HAKMEM_WRAP_TINY=1 LD_PRELOAD=./$(SHARED_LIB) ./bench_comprehensive_system 2>&1 | grep -E "(SIZE CLASS:|Throughput:)" | head -20 || true
@echo "✓ Profile data collected (*.gcda for *_shared)"
# Step 2: Build optimized shared lib using profile
pgo-build-shared:
@echo "========================================="
@echo "Step: PGO Optimized Build (shared lib)"
@echo "========================================="
rm -f *_shared.o $(SHARED_LIB)
$(MAKE) CFLAGS_SHARED="$(CFLAGS_SHARED) -fprofile-use -flto -Wno-error=coverage-mismatch" LDFLAGS="$(LDFLAGS) -fprofile-use -flto" shared
@echo "✓ LTO+PGO optimized shared library complete"
# Convenience: run Bench Mode script
bench-mode:
@bash scripts/bench_mode.sh
bench-all:
@bash scripts/run_all_benches_with_timeouts.sh
# PGO for bench_sll_only
pgo-benchsll-profile:
@echo "========================================="
@echo "PGO Profile (bench_sll_only)"
@echo "========================================="
rm -f *.gcda *.o bench_tiny_hot_hakmem
$(MAKE) CFLAGS="$(CFLAGS) -fprofile-generate -flto -DHAKMEM_TINY_BENCH_FASTPATH=1 -DHAKMEM_TINY_BENCH_SLL_ONLY=1 -DHAKMEM_TINY_BENCH_TINY_CLASSES=3 -DHAKMEM_TINY_NO_QUICK -DHAKMEM_TINY_NO_FRONT_CACHE -DHAKMEM_TINY_MAG_OWNER=0" \
LDFLAGS="$(LDFLAGS) -fprofile-generate -flto" bench_tiny_hot_hakmem >/dev/null
@echo "[profile-run] bench_tiny_hot_hakmem (8/16/32/64, batch=100, cycles=60000)"

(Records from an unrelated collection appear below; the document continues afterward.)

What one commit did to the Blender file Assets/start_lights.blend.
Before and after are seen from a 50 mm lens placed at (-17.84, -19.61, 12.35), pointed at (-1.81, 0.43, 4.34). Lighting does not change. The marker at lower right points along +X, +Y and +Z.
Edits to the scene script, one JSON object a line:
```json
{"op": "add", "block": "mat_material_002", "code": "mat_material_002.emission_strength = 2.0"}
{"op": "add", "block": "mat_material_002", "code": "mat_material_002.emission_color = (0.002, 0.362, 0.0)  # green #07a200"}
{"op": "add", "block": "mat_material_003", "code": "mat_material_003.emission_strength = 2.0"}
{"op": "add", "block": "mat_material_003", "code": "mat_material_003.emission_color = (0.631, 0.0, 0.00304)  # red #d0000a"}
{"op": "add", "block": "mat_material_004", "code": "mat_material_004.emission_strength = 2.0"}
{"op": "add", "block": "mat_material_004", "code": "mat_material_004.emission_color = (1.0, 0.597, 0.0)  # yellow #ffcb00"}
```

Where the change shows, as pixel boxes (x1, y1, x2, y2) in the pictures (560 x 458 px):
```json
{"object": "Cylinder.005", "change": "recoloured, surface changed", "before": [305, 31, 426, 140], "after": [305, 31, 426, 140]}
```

./bench_tiny_hot_hakmem 8 100 60000 >/dev/null || true
./bench_tiny_hot_hakmem 16 100 60000 >/dev/null || true
./bench_tiny_hot_hakmem 32 100 60000 >/dev/null || true
./bench_tiny_hot_hakmem 64 100 60000 >/dev/null || true
@echo "✓ bench_sll_only profile data collected (*.gcda)"
pgo-benchsll-build:
@echo "========================================="

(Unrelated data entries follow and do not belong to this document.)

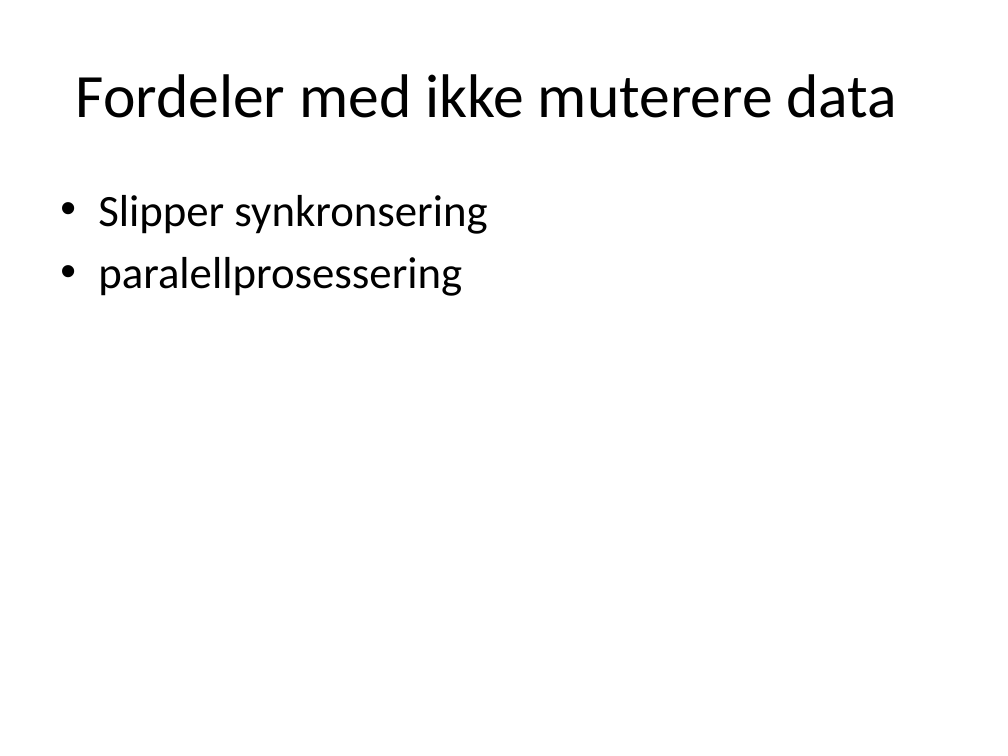
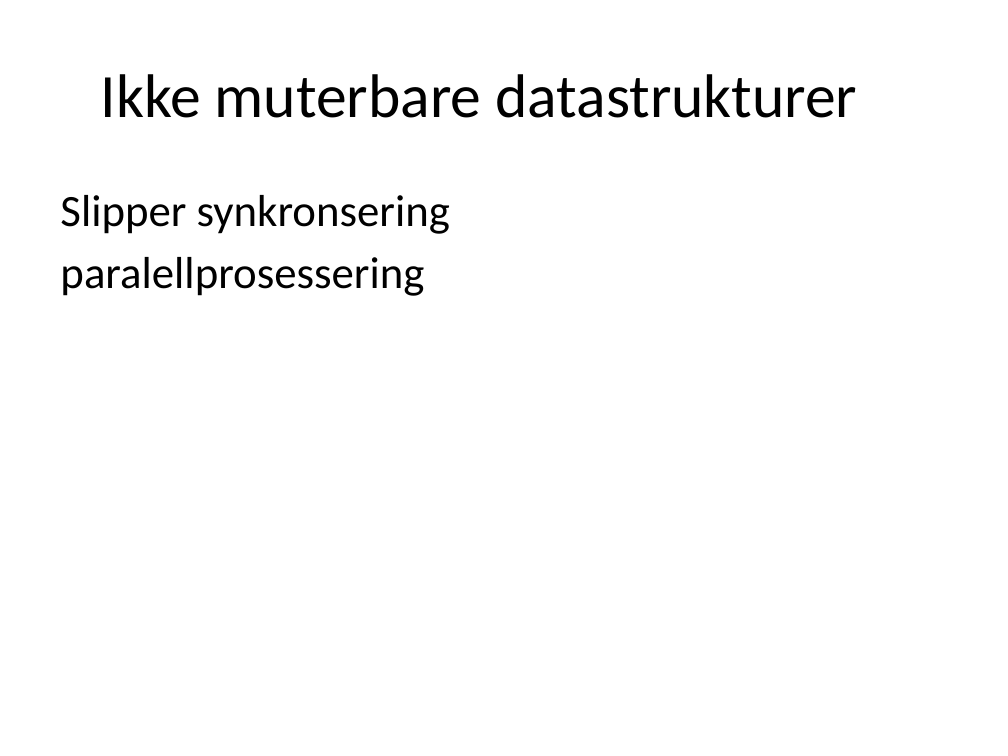
Before and after one commit to janeriksvendsen/functionalprogramming0, a slide deck: slide 6 of presentation/FunctionalProgramming0.pptx (slide 5 before the commit). Drawn at 1008x756 pixels with LibreOffice and Linux fonts; fonts in the diff are those of the drawing. Boxes give left, top, right and bottom in pixels: in the first picture for what was removed or moved away, otherwise in the second. Text is boxed around its words. In the diff, an @@ line names an element or a change of style, - is before the commit and + after.

```diff
--- a/presentation/FunctionalProgramming0.pptx
+++ b/presentation/FunctionalProgramming0.pptx
@@ title at (x1=101, y1=74, x2=857, y2=118): text changed @@
-Fordeler med ikke muterere data
+Ikke muterbare datastrukturer
@@ text "Slipper synkronsering" at (x1=60, y1=195, x2=450, y2=296): bullet • to none @@
```
Also in this commit, not shown: 2 other slides changed, 11 slides added, 3 slides removed, 1 other file.

@echo "PGO Build (bench_sll_only)"
@echo "========================================="
rm -f *.o bench_tiny_hot_hakmem
$(MAKE) CFLAGS="$(CFLAGS) -fprofile-use -flto -DHAKMEM_TINY_BENCH_FASTPATH=1 -DHAKMEM_TINY_BENCH_SLL_ONLY=1 -DHAKMEM_TINY_BENCH_TINY_CLASSES=3 -DHAKMEM_TINY_NO_QUICK -DHAKMEM_TINY_NO_FRONT_CACHE -DHAKMEM_TINY_MAG_OWNER=0" \
LDFLAGS="$(LDFLAGS) -fprofile-use -flto" bench_tiny_hot_hakmem >/dev/null
@echo "✓ bench_sll_only PGO build complete"

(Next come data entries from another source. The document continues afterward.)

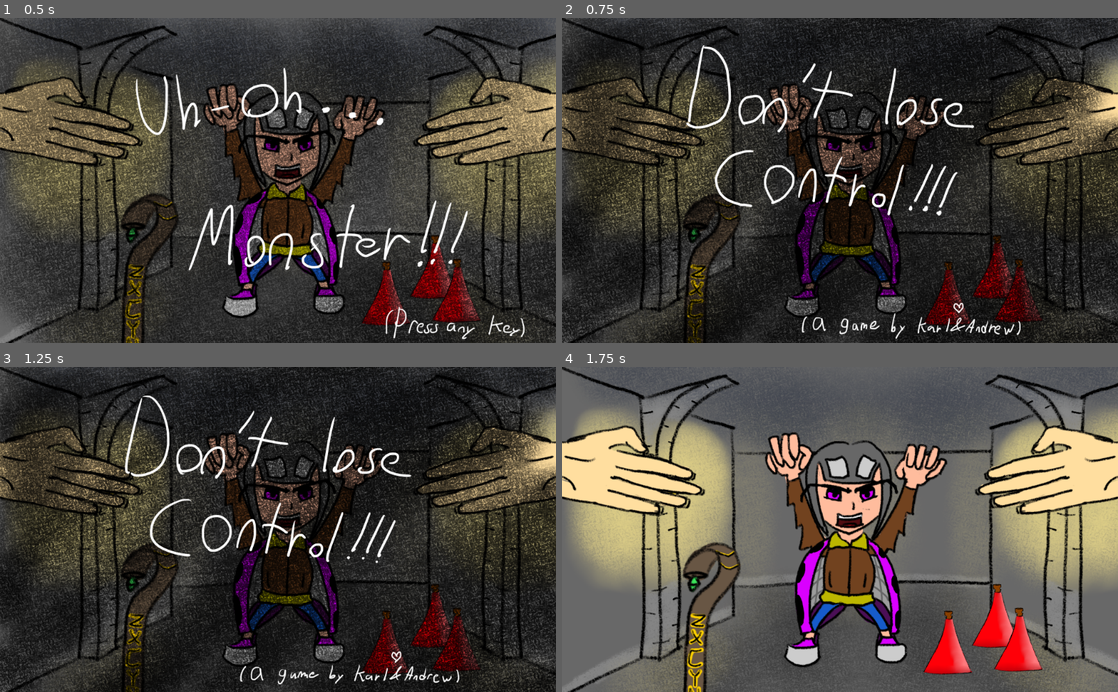
Above: before the commit, frames 1-4 (two rows, left to right).
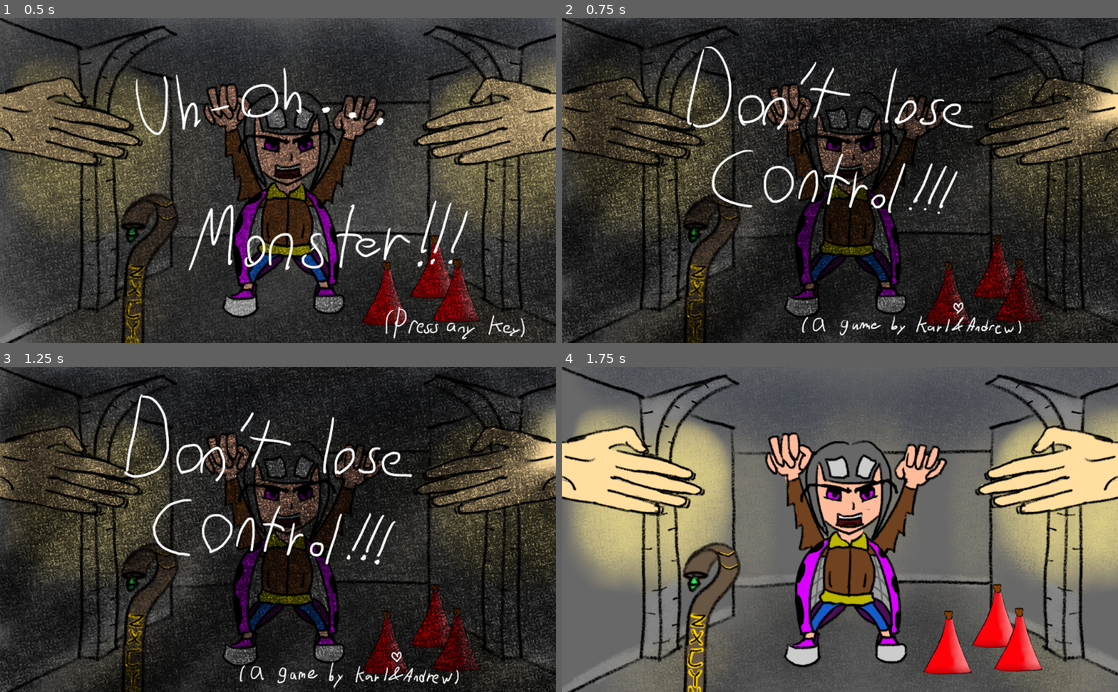
Above: after the commit, the same moments.

Repository: HumbleSolipsist/gmtk-hand-game
Game: Godot game, scene res://World.tscn
Same seed, same stepped clock (60 frames per second), same inputs: the game is played once before the commit and once after it.
Inputs (mouse positions are in pixels of both pictures, inside the frame that each line leads up to):
- Up to frame 1 (0.5 s): no input
- Up to frame 2 (0.75 s): tap Enter at 0.5 s; move the mouse to (962, 164) at 0.52 s; click (962, 164) at 0.67 s
- Up to frame 3 (1.25 s): no input
- Up to frame 4 (1.75 s): tap Space at 1.25 s; move the mouse to (728, 545) at 1.27 s; click (728, 545) at 1.42 s

Frame 1 is identical in both runs. In frame 2, 2.6% of the frame differs, in the area x 22-83%, y 8-99%; in frame 3, 2.6%; in frame 4, nothing differs.

Commit message:
added reset

Diff:
--- a/World.tscn
+++ b/World.tscn
@@ -171,6 +171,7 @@
 [node name="slide3" type="AnimatedSprite" parent="opening_screen"]
 visible = false
 frames = SubResource( 7 )
+frame = 1
 playing = true
 centered = false
 
--- a/end_screen.gd
+++ b/end_screen.gd
@@ -10,3 +10,8 @@
 		get_node("../bg_music").playing = false
 		get_node("./lose_sfx").playing = true
 		oneshot = true;
+
+func _input(ev):
+	if (ev is InputEventKey and ev.pressed) or (ev is InputEventMouseButton and ev.pressed):
+		if oneshot:
+			get_tree().reload_current_scene()
Binary file changed: assets/end1.png
Binary file changed: assets/end2.png
Binary file changed: assets/end3.png
Not shown, added: assets/end1.png~
Not shown, added: assets/end2.png~
Not shown, added: assets/end3.png~
Not shown, changed: assets/tilecards.kra
Not shown, changed: assets/tilecards.kra~

# Variant: SLL-only with REFILL=12 and WARMUP32=192 (tune for 32B)
pgo-benchsll-r12w192-profile:
@echo "========================================="
@echo "PGO Profile (bench_sll_only r12 w32=192)"
@echo "========================================="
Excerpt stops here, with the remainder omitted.